Friday, April 10, 2009
Campus guns bill gaining support in Texas House
By: DAVID SALEH RAUF AUSTIN BUREAU
AUSTIN — Legislation allowing state university students and employees to carry their concealed handguns on campus appears to have enough pledged support from lawmakers to pass the full Texas House.
The bill would prohibit public universities across Texas from creating rules that forbid concealed handgun license holders from carrying their pistols into a classroom, but it would allow private institutions to exempt themselves.
Chances for passage in the House — if it gets there — look strong, as 76 members have signed on to support the bill, authored by Rep. Joe Driver, R-Garland.
The House Public Safety Committee already has signed off on the measure.
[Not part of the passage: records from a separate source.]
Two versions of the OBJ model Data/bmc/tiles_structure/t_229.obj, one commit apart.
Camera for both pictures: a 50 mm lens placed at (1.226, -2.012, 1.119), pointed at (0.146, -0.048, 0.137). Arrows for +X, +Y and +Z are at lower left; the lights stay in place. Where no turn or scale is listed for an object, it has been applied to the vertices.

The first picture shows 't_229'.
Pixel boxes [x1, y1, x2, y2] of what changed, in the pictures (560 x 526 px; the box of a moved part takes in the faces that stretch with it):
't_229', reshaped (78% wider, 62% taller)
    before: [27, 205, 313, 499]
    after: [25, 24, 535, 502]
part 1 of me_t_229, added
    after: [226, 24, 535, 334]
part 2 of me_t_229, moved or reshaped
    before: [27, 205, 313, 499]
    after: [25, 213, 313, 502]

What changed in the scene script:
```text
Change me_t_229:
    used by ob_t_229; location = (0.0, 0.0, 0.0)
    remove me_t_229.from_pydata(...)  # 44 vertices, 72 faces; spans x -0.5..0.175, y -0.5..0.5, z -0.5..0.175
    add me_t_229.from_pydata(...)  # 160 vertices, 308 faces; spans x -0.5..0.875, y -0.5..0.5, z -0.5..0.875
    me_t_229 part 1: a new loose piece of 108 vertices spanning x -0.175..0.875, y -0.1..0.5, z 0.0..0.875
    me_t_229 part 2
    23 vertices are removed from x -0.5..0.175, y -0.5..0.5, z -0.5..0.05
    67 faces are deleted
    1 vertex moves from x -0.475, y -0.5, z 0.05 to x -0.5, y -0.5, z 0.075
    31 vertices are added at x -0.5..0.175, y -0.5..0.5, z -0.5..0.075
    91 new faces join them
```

Now, it needs to get scheduled for debate in the full House.
“State after state after state have said no to it … and this committee just chose to ignore them,” said Marsha McCartney, president of the North Texas Brady Campaign to Prevent Gun Violence. “I’m not usually surprised about what goes on in Austin, but I am terribly disappointed.”
In the Texas Senate, 13 members have pledged support for an identical measure sponsored by Sen. Jeff Wentworth, R-San Antonio.
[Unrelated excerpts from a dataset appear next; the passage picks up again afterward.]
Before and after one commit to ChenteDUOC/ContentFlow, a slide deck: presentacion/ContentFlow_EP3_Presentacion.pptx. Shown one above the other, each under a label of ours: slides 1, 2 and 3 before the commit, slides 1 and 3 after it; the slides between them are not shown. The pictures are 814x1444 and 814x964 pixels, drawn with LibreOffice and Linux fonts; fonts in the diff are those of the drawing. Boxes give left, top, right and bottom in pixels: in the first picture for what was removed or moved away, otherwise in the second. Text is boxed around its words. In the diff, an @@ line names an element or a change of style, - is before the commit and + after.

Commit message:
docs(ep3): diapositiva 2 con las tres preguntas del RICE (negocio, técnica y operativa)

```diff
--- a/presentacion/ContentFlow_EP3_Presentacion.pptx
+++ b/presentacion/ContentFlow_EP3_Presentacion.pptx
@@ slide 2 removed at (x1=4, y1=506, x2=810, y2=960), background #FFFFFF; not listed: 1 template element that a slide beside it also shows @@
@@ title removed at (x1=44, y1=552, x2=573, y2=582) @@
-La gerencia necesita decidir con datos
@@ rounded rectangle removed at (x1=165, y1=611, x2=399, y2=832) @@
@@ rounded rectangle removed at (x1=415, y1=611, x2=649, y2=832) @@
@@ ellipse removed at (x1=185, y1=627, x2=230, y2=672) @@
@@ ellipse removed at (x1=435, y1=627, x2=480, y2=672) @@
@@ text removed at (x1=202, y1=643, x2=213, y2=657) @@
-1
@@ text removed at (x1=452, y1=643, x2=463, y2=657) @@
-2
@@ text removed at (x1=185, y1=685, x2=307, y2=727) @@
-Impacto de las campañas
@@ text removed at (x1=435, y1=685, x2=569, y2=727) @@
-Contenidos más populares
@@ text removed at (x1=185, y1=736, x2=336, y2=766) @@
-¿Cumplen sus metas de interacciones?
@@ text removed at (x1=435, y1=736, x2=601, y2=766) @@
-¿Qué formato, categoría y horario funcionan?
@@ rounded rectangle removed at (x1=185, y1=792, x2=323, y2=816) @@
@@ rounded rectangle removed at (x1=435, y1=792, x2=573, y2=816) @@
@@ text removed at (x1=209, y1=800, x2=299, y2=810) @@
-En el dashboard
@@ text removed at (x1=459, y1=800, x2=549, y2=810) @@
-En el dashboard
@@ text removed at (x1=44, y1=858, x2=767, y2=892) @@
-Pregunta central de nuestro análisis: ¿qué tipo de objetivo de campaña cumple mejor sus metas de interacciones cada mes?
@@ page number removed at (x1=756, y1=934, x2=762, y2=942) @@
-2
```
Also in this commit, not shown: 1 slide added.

If passed and signed into law, it would mark a rare legislative victory for advocates of allowing concealed firearms on campus. Similar proposals have failed in 19 other states since 2008, according to the National Conference of State Legislatures.
“If it does make it to the Senate floor we also expect it to pass,” said Katie Kasprzack, a spokeswoman for the grass-roots gun group Students for Concealed Carry on Campus. “We’re hearing that the Senate State Affairs (committee) may let the bill die. That’s going to be the biggest hurdle.”
Eleven universities or colleges across the country allow students and employees to carry handguns on campus.
Utah is the only state that prohibits all nine of its public universities from making rules to prevent a concealed handgun license holder from carrying on campus.
In the 23 states that give universities the option to allow it, only two have done so: Colorado State University and Blue Ridge Community College in Virginia. Twenty-four states, including Texas, forbid the possession of a handgun by licensees on their public university campuses, according to a House report.